See notes to financial statements.
<PAGE>   15

GINTEL FUND Notes to Financial Statements                      December 31, 1999

(Note A) - Organization:
The Gintel Fund (the "Fund") is a Massachusetts business trust formed under the
laws of the Commonwealth of Massachusetts with authority to issue an unlimited
number of shares of beneficial interest.

(Note B) - Significant Accounting Policies:
1. Security Valuation:
Investments in securities are valued at the last reported sales price on the
last business day of the period, or in the absence of a recorded sale, at the
mean of the closing bid and asked price on that date. Short-term investments are
valued at cost which approximates market value.

2. Federal Income Taxes:
It is the Fund's policy to comply with the requirements of the Internal Revenue
Code applicable to regulated investment companies and to distribute
substantially all of its taxable income and long-term gains to its shareholders.
Therefore, only a nominal Federal income tax provision is required. On January
3, 2000, the Fund distributed long-term capital gains of $63,220,867 ($8.3767
per share) and ordinary income of $45,283 ($.0060 per share) applicable to the
year ended December 31, 1999.

3. Statement of Cash Flows:
Information on financial transactions which have been settled through the
receipt and disbursement of cash is presented in the Statement of Cash Flows.
The cash amount shown in the Statement of Cash Flows represents cash on hand in
the Fund's custodian bank account and does not include any short-term
investments at December 31, 1999.

4. Other:
As is common in the industry, security transactions are accounted for on the
trade date. Dividend income and distributions to shareholders are recorded on
the ex-dividend date.

Realized gain or loss on security transactions is determined on the basis of
first-in, first-out or specific identification.

5. Use of Estimates:
The preparation of financial statements in accordance with generally accepted
accounting principles requires the use of estimates and assumptions that affect
the amounts reported in the financial statements and accompanying notes. Actual
results could differ from those estimates.

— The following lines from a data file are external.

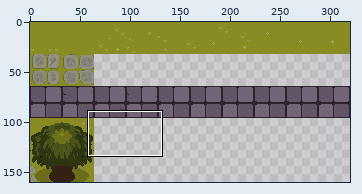
Sprite sheet, stored at images/grass.png. The first picture is a wide view before the edit; the outline marks the close-up.
Close-up. Earlier state:
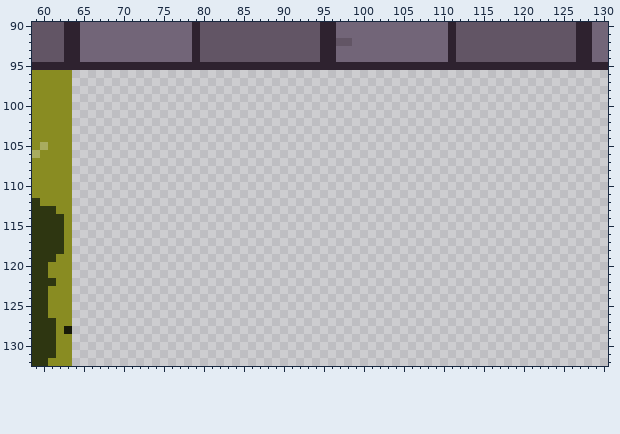
The file is 320x160 pixels. Colours within 5 levels of each other are drawn and written as one. Shown: x 59..130, y 90..132.
The result:
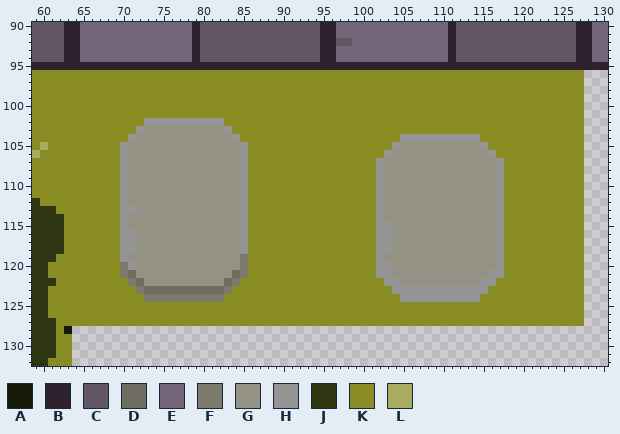
Palette (. is transparent): A #181a08  B #2e222f  C #625565  D #6f6d61  E #726578  F #7c7a6d  G #949185  H #949494  J #2e3611  K #898c22  L #a9ac60
What changed:
y 96..101: x 64..127 ................................................................ -> KKKKKKKKKKKKKKKKKKKKKKKKKKKKKKKKKKKKKKKKKKKKKKKKKKKKKKKKKKKKKKKK
y 102: x 64..127 ................................................................ -> KKKKKKKKKHHHHHHHHHHKKKKKKKKKKKKKKKKKKKKKKKKKKKKKKKKKKKKKKKKKKKKK
y 103: x 64..127 ................................................................ -> KKKKKKKKHGGGGGGGGGGHKKKKKKKKKKKKKKKKKKKKKKKKKKKKKKKKKKKKKKKKKKKK
y 104: x 64..127 ................................................................ -> KKKKKKKHGGGGGGGGGGGGHKKKKKKKKKKKKKKKKKKKKHHHHHHHHHHKKKKKKKKKKKKK
y 105: x 64..127 ................................................................ -> KKKKKKHGGGGGGGGGGGGGGHKKKKKKKKKKKKKKKKKKHGGGGGGGGGGHKKKKKKKKKKKK
y 106: x 64..127 ................................................................ -> KKKKKKHGGGGGGGGGGGGGGHKKKKKKKKKKKKKKKKKHGGGGGGGGGGGGHKKKKKKKKKKK
y 107..112: x 64..127 ................................................................ -> KKKKKKHGGGGGGGGGGGGGGHKKKKKKKKKKKKKKKKHGGGGGGGGGGGGGGHKKKKKKKKKK
y 113: x 64..127 ................................................................ -> KKKKKKHHGGGGGGGGGGGGGHKKKKKKKKKKKKKKKKHGGGGGGGGGGGGGGHKKKKKKKKKK
y 114: x 64..127 ................................................................ -> KKKKKKHGGGGGGGGGGGGGGHKKKKKKKKKKKKKKKKHGGGGGGGGGGGGGGHKKKKKKKKKK
y 115: x 64..127 ................................................................ -> KKKKKKHGGGGGGGGGGGGGGHKKKKKKKKKKKKKKKKHHGGGGGGGGGGGGGHKKKKKKKKKK
y 116..118: x 64..127 ................................................................ -> KKKKKKHHGGGGGGGGGGGGGHKKKKKKKKKKKKKKKKHHGGGGGGGGGGGGGHKKKKKKKKKK
y 119: x 64..127 ................................................................ -> KKKKKKHGGGGGGGGGGGGGGFKKKKKKKKKKKKKKKKHGGGGGGGGGGGGGGHKKKKKKKKKK
y 120: x 64..127 ................................................................ -> KKKKKKFHGGGGGGGGGGGGGFKKKKKKKKKKKKKKKKHHGGGGGGGGGGGGGHKKKKKKKKKK
y 121: x 64..127 ................................................................ -> KKKKKKFDGGGGGGGGGGGGDFKKKKKKKKKKKKKKKKHHGGGGGGGGGGGGHHKKKKKKKKKK
y 122: x 64..127 ................................................................ -> KKKKKKKFDGGGGGGGGGGDFKKKKKKKKKKKKKKKKKKHHGGGGGGGGGGHHKKKKKKKKKKK
y 123: x 64..127 ................................................................ -> KKKKKKKKFDDDDDDDDDDFKKKKKKKKKKKKKKKKKKKKHHHHHHHHHHHHKKKKKKKKKKKK
y 124: x 64..127 ................................................................ -> KKKKKKKKKFFFFFFFFFFKKKKKKKKKKKKKKKKKKKKKKHHHHHHHHHHKKKKKKKKKKKKK
y 125..127: x 64..127 ................................................................ -> KKKKKKKKKKKKKKKKKKKKKKKKKKKKKKKKKKKKKKKKKKKKKKKKKKKKKKKKKKKKKKKK
Boxes around the changes in both close-ups, in picture pixels (x1, y1, x2, y2):
added: (72, 70, 584, 326)

(Note C) - Investment Advisory Agreement:
The Fund's Investment Advisory Agreement with Gintel Asset Management, Inc., a
related party, provides for the annual fee of 1% based on the daily value of the
Fund's net assets.

(Note D) - Administrative Services Agreement:
The Fund's Administrative Services Agreement provides that in consideration for
the services provided by Gintel & Co., the Fund's Distributor and a related
party, and the payment by the Distributor of substantially all of the Fund's
expenses, including but not limited to brokerage commissions and operating
expenses (but excluding the Investment Advisor's fees, the fees paid to
non-interested Trustees, certain transaction costs, interest, taxes and
extraordinary expenses), the Distributor would receive an Administrative
Services Fee. The Distributor receives a fee of 1.25% of the first $50 million
of the average daily net assets of the Fund, 1.125% of the next $50 million of
the average daily net assets and 1.0% of the average daily net assets in excess
of $100 million.
<PAGE>   16

GINTEL FUND Notes to Financial Statements (continued)          December 31, 1999

(Note E) - Imputed Commissions:
The Fund provides for imputed brokerage commissions to be extracted from the
Administrative Services Fee and to be applied to the cost of securities sold and
held. For the year ended December 31, 1999, the Fund estimated imputed brokerage
commissions to be $417,000 which decreased administrative expense, and thereby
decreased net investment loss by $417,000, decreased unrealized appreciation
by$169,000, and decreased realized gains by $248,000.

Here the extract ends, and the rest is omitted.